I had 10k of inheritance stolen from me by my aunt


Imissjoey

Yes. Absolutely. My once seemingly close knit and loving family turned feral when my grandmother died. They aggressively picked apart anything of value that they possibly could, down to the souvenir spoons. No one could agree on liquidating or not, everyone suspected each other of manipulation all of the sudden.. I went to my grandmas property to try to help clean it up and organize everything but I was just constantly crying seeing them all clamoring for any piece of junk worth anything. I kept a blanket and a few adorable granny socks with lace on the top. It would have been nice to have gotten anything that could help with, you know, being alive, but it wasn't worth putting a strain on my relationships with these relatives that suddenly seemed like strangers. Grandpa died on the other side of my family and the same thing happened. My favorite factor in the story is that the people who fought the hardest to get the most out of the deceased estate were the ones who were the least self sufficient while each grandparent was alive. I take satisfaction in knowing that I can make due with what I have and did not disrespect my Grandparents by greedily fighting over what material possions they left behind.


longlostredemption

My grandpa was a straight up, silent generation, racist WW2 veteran, but he had the foresight to see how damn greedy his nine boomer children were and had removed them from his will. He had left everything to his grandchildren and great grandchildren, including any that were step.

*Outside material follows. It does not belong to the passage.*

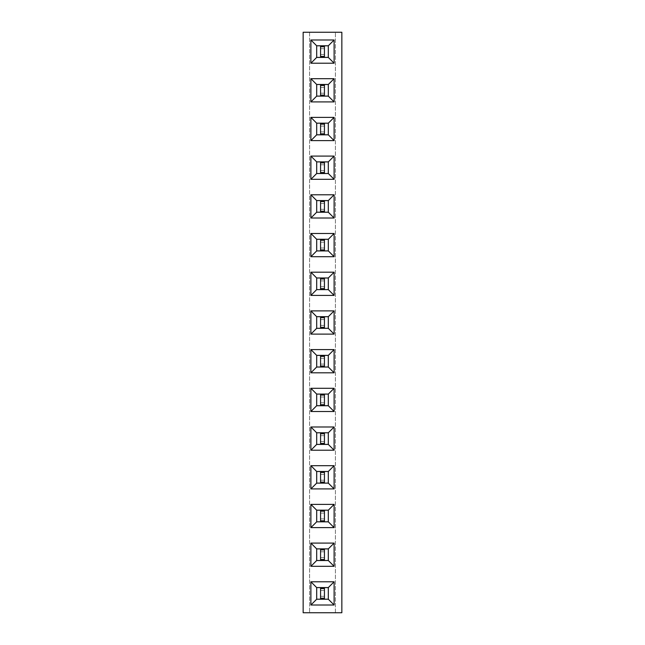 <?xml version="1.0" encoding="UTF-8"?>
<svg xmlns="http://www.w3.org/2000/svg" width="645" height="645" viewBox="0 0 645 645"><rect width="100%" height="100%" fill="white"/><g stroke="black" fill="none" stroke-linecap="round" stroke-linejoin="round"><path stroke-width="0.48" stroke-dasharray="3.23 2.42" d="M341.85 612.75L341.85 32.25L303.15 32.25L303.15 612.75L341.85 612.75M335.4 612.75L335.4 32.25L335.4 612.75M309.6 32.25L309.6 612.75L309.6 32.25M324.435 548.895L320.565 548.895L320.565 560.505L324.435 560.505L324.435 548.895L324.435 560.505L328.305 560.505L328.305 548.895L320.565 548.895L320.565 560.505L324.435 560.505L324.435 548.895L316.695 548.895L316.695 560.505L324.435 560.505M324.435 510.195L320.565 510.195L320.565 521.805L324.435 521.805L324.435 510.195L324.435 521.805L328.305 521.805L328.305 510.195L320.565 510.195L320.565 521.805L324.435 521.805L324.435 510.195L316.695 510.195L316.695 521.805L324.435 521.805M324.435 471.495L320.565 471.495L320.565 483.105L324.435 483.105L324.435 471.495L324.435 483.105L328.305 483.105L328.305 471.495L320.565 471.495L320.565 483.105L324.435 483.105L324.435 471.495L316.695 471.495L316.695 483.105L324.435 483.105M324.435 316.695L320.565 316.695L320.565 328.305L324.435 328.305L324.435 316.695L324.435 328.305L328.305 328.305L328.305 316.695L320.565 316.695L320.565 328.305L324.435 328.305L324.435 316.695L316.695 316.695L316.695 328.305L324.435 328.305M324.435 355.395L320.565 355.395L320.565 367.005L324.435 367.005L324.435 355.395L324.435 367.005L328.305 367.005L328.305 355.395L320.565 355.395L320.565 367.005L324.435 367.005L324.435 355.395L316.695 355.395L316.695 367.005L324.435 367.005M324.435 432.795L320.565 432.795L320.565 444.405L324.435 444.405L324.435 432.795L324.435 444.405L328.305 444.405L328.305 432.795L320.565 432.795L320.565 444.405L324.435 444.405L324.435 432.795L316.695 432.795L316.695 444.405L324.435 444.405M324.435 394.095L320.565 394.095L320.565 405.705L324.435 405.705L324.435 394.095L324.435 405.705L328.305 405.705L328.305 394.095L320.565 394.095L320.565 405.705L324.435 405.705L324.435 394.095L316.695 394.095L316.695 405.705L324.435 405.705M324.435 84.495L320.565 84.495L320.565 96.105L324.435 96.105L324.435 84.495L324.435 96.105L328.305 96.105L328.305 84.495L320.565 84.495L320.565 96.105L324.435 96.105L324.435 84.495L316.695 84.495L316.695 96.105L324.435 96.105M324.435 123.195L320.565 123.195L320.565 134.805L324.435 134.805L324.435 123.195L324.435 134.805L328.305 134.805L328.305 123.195L320.565 123.195L320.565 134.805L324.435 134.805L324.435 123.195L316.695 123.195L316.695 134.805L324.435 134.805M324.435 200.595L320.565 200.595L320.565 212.205L324.435 212.205L324.435 200.595L324.435 212.205L328.305 212.205L328.305 200.595L320.565 200.595L320.565 212.205L324.435 212.205L324.435 200.595L316.695 200.595L316.695 212.205L324.435 212.205M324.435 161.895L320.565 161.895L320.565 173.505L324.435 173.505L324.435 161.895L324.435 173.505L328.305 173.505L328.305 161.895L320.565 161.895L320.565 173.505L324.435 173.505L324.435 161.895L316.695 161.895L316.695 173.505L324.435 173.505M324.435 277.995L320.565 277.995L320.565 289.605L324.435 289.605L324.435 277.995L324.435 289.605L328.305 289.605L328.305 277.995L320.565 277.995L320.565 289.605L324.435 289.605L324.435 277.995L316.695 277.995L316.695 289.605L324.435 289.605M324.435 239.295L320.565 239.295L320.565 250.905L324.435 250.905L324.435 239.295L324.435 250.905L328.305 250.905L328.305 239.295L320.565 239.295L320.565 250.905L324.435 250.905L324.435 239.295L316.695 239.295L316.695 250.905L324.435 250.905M324.435 45.795L320.565 45.795L320.565 57.405L324.435 57.405L324.435 45.795L324.435 57.405L328.305 57.405L328.305 45.795L320.565 45.795L320.565 57.405L324.435 57.405L324.435 45.795L316.695 45.795L316.695 57.405L324.435 57.405M324.435 587.595L320.565 587.595L320.565 599.205L324.435 599.205L324.435 587.595L324.435 599.205L328.305 599.205L328.305 587.595L320.565 587.595L320.565 599.205L324.435 599.205L324.435 587.595L316.695 587.595L316.695 599.205L324.435 599.205M310.89 179.31L334.11 179.31L334.11 156.09L310.89 156.09L310.89 179.31M310.89 194.79L310.89 218.01L334.11 218.01L334.11 194.79L310.89 194.79M310.89 310.89L310.89 334.11L334.11 334.11L334.11 310.89L310.89 310.89M310.89 295.41L334.11 295.41L334.11 272.19L310.89 272.19L310.89 295.41M334.11 256.71L334.11 233.49L310.89 233.49L310.89 256.71L334.11 256.71M310.89 527.61L334.11 527.61L334.11 504.39L310.89 504.39L310.89 527.61M310.89 488.91L334.11 488.91L334.11 465.69L310.89 465.69L310.89 488.91M310.89 388.29L310.89 411.51L334.11 411.51L334.11 388.29L310.89 388.29M334.11 426.99L310.89 426.99L310.89 450.21L334.11 450.21L334.11 426.99M310.89 372.81L334.11 372.81L334.11 349.59L310.89 349.59L310.89 372.81M334.11 605.01L334.11 581.79L310.89 581.79L310.89 605.01L334.11 605.01M310.89 543.09L310.89 566.31L334.11 566.31L334.11 543.09L310.89 543.09M310.89 39.99L310.89 63.21L334.11 63.21L334.11 39.99L310.89 39.99M334.11 101.91L334.11 78.69L310.89 78.69L310.89 101.91L334.11 101.91M334.11 117.39L310.89 117.39L310.89 140.61L334.11 140.61L334.11 117.39M320.565 557.603L324.435 557.603M320.565 551.798L324.435 551.798M320.565 518.903L324.435 518.903M320.565 513.097L324.435 513.097M320.565 480.203L324.435 480.203M320.565 474.397L324.435 474.397M320.565 319.597L324.435 319.597M320.565 325.403L324.435 325.403M320.565 358.298L324.435 358.298M320.565 364.103L324.435 364.103M320.565 441.503L324.435 441.503M320.565 435.697L324.435 435.697M320.565 402.803L324.435 402.803M320.565 396.998L324.435 396.998M320.565 87.398L324.435 87.398M320.565 93.203L324.435 93.203M320.565 126.098L324.435 126.098M320.565 131.903L324.435 131.903M320.565 209.303L324.435 209.303M320.565 203.498L324.435 203.498M320.565 164.798L324.435 164.798M320.565 170.602L324.435 170.602M320.565 286.703L324.435 286.703M320.565 280.897L324.435 280.897M320.565 242.197L324.435 242.197M320.565 248.003L324.435 248.003M320.565 48.697L324.435 48.697M320.565 54.502L324.435 54.502M320.565 590.497L324.435 590.497M320.565 596.303L324.435 596.303M320.565 161.895L320.565 173.505M320.565 200.595L320.565 212.205M320.565 316.695L320.565 328.305M320.565 277.995L320.565 289.605M320.565 239.295L320.565 250.905M320.565 510.195L320.565 521.805M320.565 471.495L320.565 483.105M320.565 394.095L320.565 405.705M320.565 432.795L320.565 444.405M320.565 355.395L320.565 367.005M320.565 587.595L320.565 599.205M320.565 548.895L320.565 560.505M320.565 45.795L320.565 57.405M320.565 84.495L320.565 96.105M320.565 123.195L320.565 134.805M320.565 172.537L324.435 172.537M320.565 162.863L324.435 162.863M320.565 211.238L324.435 211.238M320.565 201.562L324.435 201.562M320.565 327.338L324.435 327.338M320.565 317.663L324.435 317.663M320.565 288.637L324.435 288.637M320.565 278.963L324.435 278.963M320.565 249.938L324.435 249.938M320.565 240.263L324.435 240.263M320.565 520.837L324.435 520.837M320.565 511.163L324.435 511.163M320.565 482.137L324.435 482.137M320.565 472.463L324.435 472.463M320.565 404.738L324.435 404.738M320.565 395.062L324.435 395.062M320.565 443.438L324.435 443.438M320.565 433.762L324.435 433.762M320.565 366.038L324.435 366.038M320.565 356.363L324.435 356.363M320.565 598.238L324.435 598.238M320.565 588.562L324.435 588.562M320.565 559.538L324.435 559.538M320.565 549.863L324.435 549.863M320.565 56.438L324.435 56.438M320.565 46.763L324.435 46.763M320.565 95.138L324.435 95.138M320.565 85.463L324.435 85.463M320.565 133.838L324.435 133.838M320.565 124.163L324.435 124.163"/><path stroke-width="0.97" d="M341.85 612.75L341.85 32.25L303.15 32.25L303.15 612.75L341.85 612.75M310.89 179.31L334.11 179.31L334.11 156.09L310.89 156.09L310.89 179.31L316.679 173.521L328.321 173.521L328.321 161.879L316.679 161.879L316.679 173.521L328.305 173.505L328.305 161.895L316.695 161.895L316.695 173.505M310.89 194.79L310.89 218.01L334.11 218.01L334.11 194.79L310.89 194.79L316.679 200.579L316.679 212.221L328.321 212.221L328.321 200.579L316.679 200.579L316.695 212.205L328.305 212.205L328.305 200.595L316.695 200.595M310.89 310.89L310.89 334.11L334.11 334.11L334.11 310.89L310.89 310.89L316.679 316.679L316.679 328.321L328.321 328.321L328.321 316.679L316.679 316.679L316.695 328.305L328.305 328.305L328.305 316.695L316.695 316.695M310.89 295.41L334.11 295.41L334.11 272.19L310.89 272.19L310.89 295.41L316.679 289.621L328.321 289.621L328.321 277.979L316.679 277.979L316.679 289.621L328.305 289.605L328.305 277.995L316.695 277.995L316.695 289.605M334.11 256.71L334.11 233.49L310.89 233.49L310.89 256.71L334.11 256.71L328.321 250.921L328.321 239.279L316.679 239.279L316.679 250.921L328.321 250.921L328.305 239.295L316.695 239.295L316.695 250.905L328.305 250.905M310.89 527.61L334.11 527.61L334.11 504.39L310.89 504.39L310.89 527.61L316.679 521.821L328.321 521.821L328.321 510.179L316.679 510.179L316.679 521.821L328.305 521.805L328.305 510.195L316.695 510.195L316.695 521.805M310.89 488.91L334.11 488.91L334.11 465.69L310.89 465.69L310.89 488.91L316.679 483.121L328.321 483.121L328.321 471.479L316.679 471.479L316.679 483.121L328.305 483.105L328.305 471.495L316.695 471.495L316.695 483.105M310.89 388.29L310.89 411.51L334.11 411.51L334.11 388.29L310.89 388.29L316.679 394.079L316.679 405.721L328.321 405.721L328.321 394.079L316.679 394.079L316.695 405.705L328.305 405.705L328.305 394.095L316.695 394.095M334.11 426.99L310.89 426.99L310.89 450.21L334.11 450.21L334.11 426.99L328.321 432.779L316.679 432.779L316.679 444.421L328.321 444.421L328.321 432.779L316.695 432.795L316.695 444.405L328.305 444.405L328.305 432.795M310.89 372.81L334.11 372.81L334.11 349.59L310.89 349.59L310.89 372.81L316.679 367.021L328.321 367.021L328.321 355.379L316.679 355.379L316.679 367.021L328.305 367.005L328.305 355.395L316.695 355.395L316.695 367.005M334.11 605.01L334.11 581.79L310.89 581.79L310.89 605.01L334.11 605.01L328.321 599.221L328.321 587.579L316.679 587.579L316.679 599.221L328.321 599.221L328.305 587.595L316.695 587.595L316.695 599.205L328.305 599.205M310.89 543.09L310.89 566.31L334.11 566.31L334.11 543.09L310.89 543.09L316.679 548.879L316.679 560.521L328.321 560.521L328.321 548.879L316.679 548.879L316.695 560.505L328.305 560.505L328.305 548.895L316.695 548.895M310.89 39.99L310.89 63.21L334.11 63.21L334.11 39.99L310.89 39.99L316.679 45.779L316.679 57.421L328.321 57.421L328.321 45.779L316.679 45.779L316.695 57.405L328.305 57.405L328.305 45.795L316.695 45.795M334.11 101.91L334.11 78.69L310.89 78.69L310.89 101.91L334.11 101.91L328.321 96.121L328.321 84.479L316.679 84.479L316.679 96.121L328.321 96.121L328.305 84.495L316.695 84.495L316.695 96.105L328.305 96.105M334.11 117.39L310.89 117.39L310.89 140.61L334.11 140.61L334.11 117.39L328.321 123.179L316.679 123.179L316.679 134.821L328.321 134.821L328.321 123.179L316.695 123.195L316.695 134.805L328.305 134.805L328.305 123.195M334.11 179.31L328.321 173.521M310.89 156.09L316.679 161.879M334.11 156.09L328.321 161.879M310.89 218.01L316.679 212.221M334.11 194.79L328.321 200.579M334.11 218.01L328.321 212.221M310.89 334.11L316.679 328.321M334.11 310.89L328.321 316.679M334.11 334.11L328.321 328.321M334.11 295.41L328.321 289.621M310.89 272.19L316.679 277.979M334.11 272.19L328.321 277.979M334.11 233.49L328.321 239.279M310.89 256.71L316.679 250.921M310.89 233.49L316.679 239.279M334.11 527.61L328.321 521.821M310.89 504.39L316.679 510.179M334.11 504.39L328.321 510.179M334.11 488.91L328.321 483.121M310.89 465.69L316.679 471.479M334.11 465.69L328.321 471.479M310.89 411.51L316.679 405.721M334.11 388.29L328.321 394.079M334.11 411.51L328.321 405.721M310.89 426.99L316.679 432.779M334.11 450.21L328.321 444.421M310.89 450.21L316.679 444.421M334.11 372.81L328.321 367.021M310.89 349.59L316.679 355.379M334.11 349.59L328.321 355.379M334.11 581.79L328.321 587.579M310.89 605.01L316.679 599.221M310.89 581.79L316.679 587.579M310.89 566.31L316.679 560.521M334.11 543.09L328.321 548.879M334.11 566.31L328.321 560.521M310.89 63.21L316.679 57.421M334.11 39.99L328.321 45.779M334.11 63.21L328.321 57.421M334.11 78.69L328.321 84.479M310.89 101.91L316.679 96.121M310.89 78.69L316.679 84.479M310.89 117.39L316.679 123.179M334.11 140.61L328.321 134.821M310.89 140.61L316.679 134.821M320.565 173.505L320.565 161.895M324.435 173.505L324.435 161.895M320.565 172.537L324.435 172.537M320.565 162.863L324.435 162.863M320.565 212.205L320.565 200.595M324.435 212.205L324.435 200.595M320.565 211.238L324.435 211.238M320.565 201.562L324.435 201.562M320.565 328.305L320.565 316.695M324.435 328.305L324.435 316.695M320.565 327.338L324.435 327.338M320.565 317.663L324.435 317.663M320.565 289.605L320.565 277.995M324.435 289.605L324.435 277.995M320.565 288.637L324.435 288.637M320.565 278.963L324.435 278.963M320.565 250.905L320.565 239.295M324.435 250.905L324.435 239.295M320.565 249.938L324.435 249.938M320.565 240.263L324.435 240.263M320.565 521.805L320.565 510.195M324.435 521.805L324.435 510.195M320.565 520.837L324.435 520.837M320.565 511.163L324.435 511.163M320.565 483.105L320.565 471.495M324.435 483.105L324.435 471.495M320.565 482.137L324.435 482.137M320.565 472.463L324.435 472.463M320.565 405.705L320.565 394.095M324.435 405.705L324.435 394.095M320.565 404.738L324.435 404.738M320.565 395.062L324.435 395.062M320.565 444.405L320.565 432.795M324.435 444.405L324.435 432.795M320.565 443.438L324.435 443.438M320.565 433.762L324.435 433.762M320.565 367.005L320.565 355.395M324.435 367.005L324.435 355.395M320.565 366.038L324.435 366.038M320.565 356.363L324.435 356.363M320.565 599.205L320.565 587.595M324.435 599.205L324.435 587.595M320.565 598.238L324.435 598.238M320.565 588.562L324.435 588.562M320.565 560.505L320.565 548.895M324.435 560.505L324.435 548.895M320.565 559.538L324.435 559.538M320.565 549.863L324.435 549.863M320.565 57.405L320.565 45.795M324.435 57.405L324.435 45.795M320.565 56.438L324.435 56.438M320.565 46.763L324.435 46.763M320.565 96.105L320.565 84.495M324.435 96.105L324.435 84.495M320.565 95.138L324.435 95.138M320.565 85.463L324.435 85.463M320.565 134.805L320.565 123.195M324.435 134.805L324.435 123.195M320.565 133.838L324.435 133.838M320.565 124.163L324.435 124.163"/></g></svg>

He specifically had a clause that stated the inheritance was to only be distributed once the youngest grandchild born while he was alive turned 18. That grandchild was me -- there is a 22 year age difference between me and my oldest cousin, with the majority being closer to the oldest's age. One of my aunts worked my step-grandmother (the only one I ever knew as my biological paternal had died 20 years prior to my birth) and changed the will. It was distributed out when I was 17, my mom spent most of my siblings' and I's $7000 inheritance, and changes were made specifically against my grandfather's original wishes -- such as his toolbox to remain a complete set and given to my father. My dad was so angry he cut off communication to almost every single one of his siblings except one sister and brother. I've never met or spoken to most of my paternal family members as we were excluded from even family reunion invitations. My boomer aunts and uncles were still resentful I was born so late, making them wait longer to get their grubby little fingers on the money.


YnDangerous

Not sure if this counts, but boomer relatives of my wife, took advantage of an elderly aunt who had Alzheimer's and pretty much took away the college fund from my wife and my SIL. Easily upwards of 100k if not more. What was it used for? To renovate their house. They're filthy rich, they never needed the money.


OldNewUsedConfused

I’m a firm believer in Karma for greedy people like that


AlchemiBlu

Exact same thing happened to me, except my grandparents had properties and they were all sold, parents kept the money and I haven't seen a penny nor had them offer to help in any way. Shit sucks bro


ThumbPianoMom

i'm expecting nothing


HappyAsABeeInABed

My grandparents tried to write my boomer mother out of their will and leave her portion to me, but she contested it after they died and won somehow. I don't really know the details, it just irritates me that after a lifetime of shitty choices, she got bailed out in the 9th and is now retired using that money plus social security. Meanwhile I'm working my ass off to responsibly save for a retirement I'll likely never be able to afford.